Register FAQ Members List Calendar Search Today's Posts Mark Forums Read

 Similar Threads Thread Thread Starter Forum Replies Last Post nii 454 Pyrosequencing 4 10-15-2020 07:29 AM baohua100 Bioinformatics 24 10-11-2020 07:43 AM foolishbrat Bioinformatics 1 02-24-2009 02:59 AM baohua100 Bioinformatics 1 02-19-2009 10:21 AM baohua100 Bioinformatics 1 06-17-2008 09:09 AM

 01-09-2009, 06:36 AM #1 foolishbrat Member   Location: South East Asia Join Date: Nov 2008 Posts: 44 Interpreting Quality Score (Solexa) Dear all, Usually we find this kind of quality error of Solexa tag Code: `-33 31 -40 -34 -40 -40 -40 40 27 -27 -40 -40` Each four-numbers correspond to 1 base. Hence, the above quality refer to length 3 tags (e.g. "tca").

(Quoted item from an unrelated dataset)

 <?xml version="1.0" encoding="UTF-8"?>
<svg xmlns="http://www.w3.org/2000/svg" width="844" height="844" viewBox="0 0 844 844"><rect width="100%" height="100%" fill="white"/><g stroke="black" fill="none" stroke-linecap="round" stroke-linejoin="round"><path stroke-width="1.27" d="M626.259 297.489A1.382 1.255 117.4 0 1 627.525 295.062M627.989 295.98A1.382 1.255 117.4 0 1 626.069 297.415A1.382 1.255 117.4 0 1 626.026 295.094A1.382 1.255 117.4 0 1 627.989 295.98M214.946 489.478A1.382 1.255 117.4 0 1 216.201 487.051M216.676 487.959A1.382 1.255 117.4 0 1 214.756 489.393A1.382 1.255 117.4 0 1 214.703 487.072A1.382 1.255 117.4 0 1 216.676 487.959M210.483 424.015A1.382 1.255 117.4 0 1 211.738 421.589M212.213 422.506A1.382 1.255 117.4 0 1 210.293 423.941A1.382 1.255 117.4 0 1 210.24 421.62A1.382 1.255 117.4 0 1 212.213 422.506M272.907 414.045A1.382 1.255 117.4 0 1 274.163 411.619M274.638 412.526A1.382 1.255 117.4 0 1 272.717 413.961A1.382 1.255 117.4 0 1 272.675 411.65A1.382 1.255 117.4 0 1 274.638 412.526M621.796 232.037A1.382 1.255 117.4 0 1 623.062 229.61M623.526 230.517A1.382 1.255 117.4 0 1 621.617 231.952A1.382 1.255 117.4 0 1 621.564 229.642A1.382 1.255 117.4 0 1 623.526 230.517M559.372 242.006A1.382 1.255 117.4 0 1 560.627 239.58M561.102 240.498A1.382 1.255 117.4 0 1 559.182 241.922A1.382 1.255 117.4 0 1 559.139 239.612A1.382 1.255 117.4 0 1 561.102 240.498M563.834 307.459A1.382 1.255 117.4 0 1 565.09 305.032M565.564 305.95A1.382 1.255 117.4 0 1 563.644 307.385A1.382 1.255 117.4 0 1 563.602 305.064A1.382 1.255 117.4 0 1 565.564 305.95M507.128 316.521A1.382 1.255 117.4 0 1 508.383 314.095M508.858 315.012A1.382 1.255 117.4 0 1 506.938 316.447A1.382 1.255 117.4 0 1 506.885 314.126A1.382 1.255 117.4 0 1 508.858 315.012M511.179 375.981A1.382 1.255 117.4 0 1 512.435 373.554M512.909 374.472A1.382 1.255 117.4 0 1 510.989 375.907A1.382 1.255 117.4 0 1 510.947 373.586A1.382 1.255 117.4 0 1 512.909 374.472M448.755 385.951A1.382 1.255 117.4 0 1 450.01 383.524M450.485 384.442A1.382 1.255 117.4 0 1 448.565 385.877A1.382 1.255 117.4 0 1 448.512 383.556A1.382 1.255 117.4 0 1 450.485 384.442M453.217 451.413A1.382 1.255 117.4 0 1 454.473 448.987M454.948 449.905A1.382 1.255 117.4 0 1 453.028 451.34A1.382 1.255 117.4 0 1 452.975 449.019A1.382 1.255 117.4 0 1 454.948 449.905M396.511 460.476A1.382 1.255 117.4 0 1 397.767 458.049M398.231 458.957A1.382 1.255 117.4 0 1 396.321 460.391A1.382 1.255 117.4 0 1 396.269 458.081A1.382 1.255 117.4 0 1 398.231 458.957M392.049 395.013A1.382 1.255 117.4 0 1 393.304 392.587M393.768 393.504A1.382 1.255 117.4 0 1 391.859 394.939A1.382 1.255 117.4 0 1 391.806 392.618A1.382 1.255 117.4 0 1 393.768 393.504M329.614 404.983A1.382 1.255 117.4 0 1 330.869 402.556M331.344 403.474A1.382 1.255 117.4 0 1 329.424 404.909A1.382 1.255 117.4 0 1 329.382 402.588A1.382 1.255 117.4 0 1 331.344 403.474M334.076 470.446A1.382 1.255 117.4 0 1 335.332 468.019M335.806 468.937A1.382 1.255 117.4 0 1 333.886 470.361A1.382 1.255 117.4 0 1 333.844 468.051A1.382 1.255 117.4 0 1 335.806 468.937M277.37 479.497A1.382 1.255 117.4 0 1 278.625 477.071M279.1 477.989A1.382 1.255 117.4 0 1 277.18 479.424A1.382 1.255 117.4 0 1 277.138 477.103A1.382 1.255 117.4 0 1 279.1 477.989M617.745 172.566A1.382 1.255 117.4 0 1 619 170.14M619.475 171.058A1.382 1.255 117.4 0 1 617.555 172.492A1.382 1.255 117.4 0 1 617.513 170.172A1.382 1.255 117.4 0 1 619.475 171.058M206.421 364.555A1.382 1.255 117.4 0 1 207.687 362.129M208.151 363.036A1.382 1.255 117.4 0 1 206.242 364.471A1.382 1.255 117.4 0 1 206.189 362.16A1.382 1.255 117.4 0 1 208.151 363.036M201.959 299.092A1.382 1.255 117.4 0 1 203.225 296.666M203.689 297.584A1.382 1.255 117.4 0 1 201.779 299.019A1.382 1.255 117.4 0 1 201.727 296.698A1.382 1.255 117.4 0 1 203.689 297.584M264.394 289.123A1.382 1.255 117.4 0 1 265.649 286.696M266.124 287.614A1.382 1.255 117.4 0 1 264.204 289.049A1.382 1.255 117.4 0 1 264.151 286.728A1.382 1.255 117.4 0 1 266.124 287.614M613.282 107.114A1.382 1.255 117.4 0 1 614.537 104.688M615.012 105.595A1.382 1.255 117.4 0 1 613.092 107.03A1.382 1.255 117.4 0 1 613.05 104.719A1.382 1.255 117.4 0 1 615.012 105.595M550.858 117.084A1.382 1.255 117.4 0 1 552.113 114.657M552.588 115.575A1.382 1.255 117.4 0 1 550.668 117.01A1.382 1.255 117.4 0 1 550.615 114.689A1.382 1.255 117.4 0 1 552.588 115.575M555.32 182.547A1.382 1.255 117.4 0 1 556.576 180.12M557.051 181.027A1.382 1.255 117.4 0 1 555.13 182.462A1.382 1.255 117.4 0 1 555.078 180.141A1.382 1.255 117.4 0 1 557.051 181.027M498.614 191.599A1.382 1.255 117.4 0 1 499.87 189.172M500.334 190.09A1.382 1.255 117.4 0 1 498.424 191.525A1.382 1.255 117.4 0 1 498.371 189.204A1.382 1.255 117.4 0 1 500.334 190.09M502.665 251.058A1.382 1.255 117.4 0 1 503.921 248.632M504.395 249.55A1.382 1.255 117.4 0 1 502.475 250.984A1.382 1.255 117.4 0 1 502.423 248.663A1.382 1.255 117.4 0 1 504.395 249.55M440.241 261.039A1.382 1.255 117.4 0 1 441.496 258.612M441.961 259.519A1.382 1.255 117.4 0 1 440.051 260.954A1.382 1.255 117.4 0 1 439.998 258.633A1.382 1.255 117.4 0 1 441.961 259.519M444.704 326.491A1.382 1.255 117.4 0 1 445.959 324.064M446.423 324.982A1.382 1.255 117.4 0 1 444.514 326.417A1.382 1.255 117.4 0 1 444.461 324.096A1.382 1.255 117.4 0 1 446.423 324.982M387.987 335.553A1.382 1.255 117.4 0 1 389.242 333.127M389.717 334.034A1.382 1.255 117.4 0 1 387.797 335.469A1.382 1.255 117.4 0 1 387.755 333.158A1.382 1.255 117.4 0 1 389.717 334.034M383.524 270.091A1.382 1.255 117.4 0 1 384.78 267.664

My question are as follows: What is the reasonable way to find single number to represent each base? (e.g should we average the 4 figures or pick the highest score out of 4?) How can we interpret the figure? e.g. Is base with positive quality score is better than negative quality score? In general, how do people use this type of quality score information?
 01-09-2009, 09:45 AM #2 swbarnes2 Senior Member   Location: San Diego Join Date: May 2008 Posts: 912 Avergeing would be bad. Each number in the set of 4 represents the score for A,C,G, or T respectively. So the sequence for your little bit there is CTA, because in the first base, the second number is the highest, and in the second 4-some, the fourth base is the highest, and in the third, the first base is the highest. The scores are Solexa quality scores, not exactly the same as Sanger quality score, though when the score is > 15, the two are virtually identical. There is a conversion equation around to convert the Solexa scores to Sanger scores, and an equation telling you what the error rate of a given Sanger quality score are supposed to be. A lot of alignment programs don't use the quality scores at all in alignment, though they will output the quality scores of mismatches, which helps you determine how likely it is that teh mismatch is a real polymorphism, and not an error. But read depth probably tells you more than quality scores when it comes to SNPs.
01-09-2009, 01:21 PM   #3
new300
Member

Location: northern hemisphere

Join Date: Mar 2008
Posts: 50

Quote:
 Originally Posted by foolishbrat Dear all, Usually we find this kind of quality error of Solexa tag Code: `-33 31 -40 -34 -40 -40 -40 40 27 -27 -40 -40` Each four-numbers correspond to 1 base. Hence, the above quality refer to length 3 tags (e.g. "tca"). My question are as follows: What is the reasonable way to find single number to represent each base? (e.g should we average the 4 figures or pick the highest score out of 4?) How can we interpret the figure? e.g. Is base with positive quality score is better than negative quality score? In general, how do people use this type of quality score information?
Sorry, you probably know most of this already but...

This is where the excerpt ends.